And much like with the C64, the BIOS maintains a memory map.

[http://wiki.osdev.org/Memory_Map_%28x86%29](http://wiki.osdev.org/Memory_Map_%28x86%29)

------
EdSharkey
Kindof a hoot to see these hard-coded string declarations in code.

    
    
      WORDS .BYT ' BASIC BYTES FREE',13,0
      FREMES .BYT 147,13,'    **** COMMODORE 64 BASIC V2 ****'
      .BYT 13,13,' 64K RAM SYSTEM ',0

------
SwellJoe
It seems like every time I read something about the history of Commodore I
learn about some oddball prototype that never went to market but existed in a
functional form within Commodore. I'm a lifelong Commodore fan (got a 64 when
I was about 8, and was a C= user until after the bitter end; I finally gave up
on my Amiga a year after the company folded...I currently own a functional
C64), and still had no idea about this one.

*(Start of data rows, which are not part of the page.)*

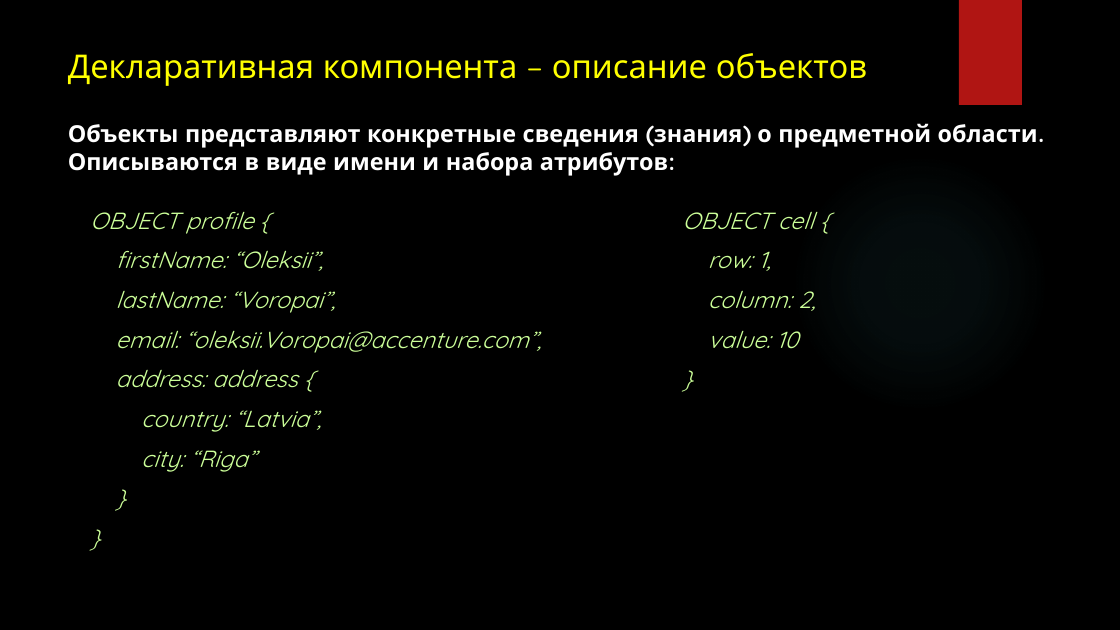
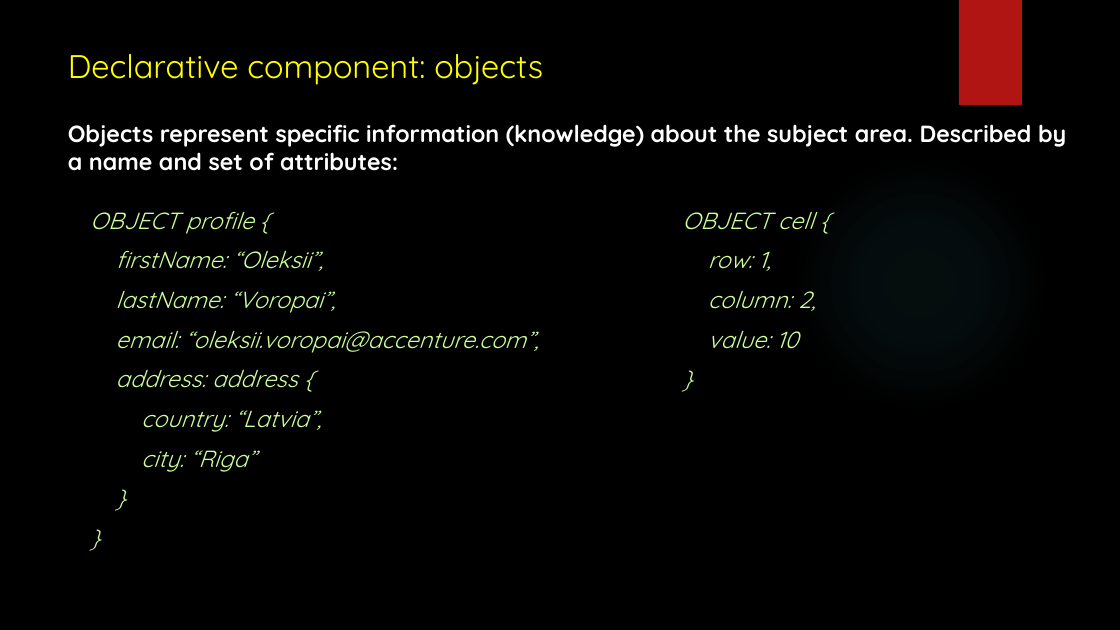
Before and after one commit to Voropay/ConceptualProgramming, a slide deck: slide 9 of presentation.pptx. Drawn at 1120x630 pixels with LibreOffice and Linux fonts; fonts in the diff are those of the drawing; background and template pictures are left out. Boxes give left, top, right and bottom in pixels: in the first picture for what was removed or moved away, otherwise in the second. Text is boxed around its words. In the diff, an @@ line names an element or a change of style, - is before the commit and + after.

```diff
--- a/presentation.pptx
+++ b/presentation.pptx
@@ title at [68,54,543,85]: text changed @@
-Декларативная компонента – описание объектов
+Declarative component: objects
@@ text at [68,124,1066,171]: text changed @@
-Объекты представляют конкретные сведения (знания) о предметной области. Описываются в виде имени и набора атрибутов:
+Objects represent specific information (knowledge) about the subject area. Described by a name and set of attributes:
@@ text at [116,330,539,353]: text changed @@
-email: “oleksii.Voropai@accenture.com”,
+email: “oleksii.voropai@accenture.com”,
```
Also in this commit, not shown: 18 other slides changed, 11 slides added, 8 slides removed, 1 other file.

This time it's the VIC-40. I've never even heard of it, but apparently, it was
a 40 column version of the VIC-20 with 16k of RAM. The C64 killed it, even
though it was announced as coming soon by Commodore. Given how small Commodore
was, relatively speaking (the same handful of engineers seemed to build
everything), it's surprising that there were so many dead end projects. At
least the VIC-40 was canned before it went to market; that would have been a
colossal waste of resources.

In hindsight, it seems like the curse of Commodore was just trying to do too
many things with the limited resources they had and heading down too many dead
end alleys. Often it took the form of trying to capitalize on the success of
their low-end lines toward the end of their useful life, rather than putting
all their resources into the next generation. e.g. the C64 turned into the
C64GS after better gaming systems already existed and the Amiga was _five_
years old, the Amiga 500 effectively got a re-release as the Amiga 600 at a
time when the 500 was ridiculously under-powered. Likewise CDTV crammed an
Amiga 500 into a VCR box and removed all of its computer-y bits, making it a
shitty computer, a mediocre game machine, and a novel but ultimately pointless
pre-cursor to DVRs (it could play shitty video from CDROM, but couldn't record
or otherwise do much that any ordinary desktop computer could do better at the
time).

OK, rant over. When I was a kid, I used to think that "kernal" was an
accidental misspelling that stuck; that seems so unlikely to me, today. It
seems like it's more of an intentional in-joke. It's interesting to think that
the best-selling computer in history was made by a team small enough, and a
company casual enough, to let something like that slip through to production.

------
1ba9115454
SYS 64738

I can still remember that after all these years.

------
digi_owl
I some ways simpler days, but probably completely incompatible with the
present day security landscape (sigh).

------
johansch
So, who's to blame for the blatant spelling error?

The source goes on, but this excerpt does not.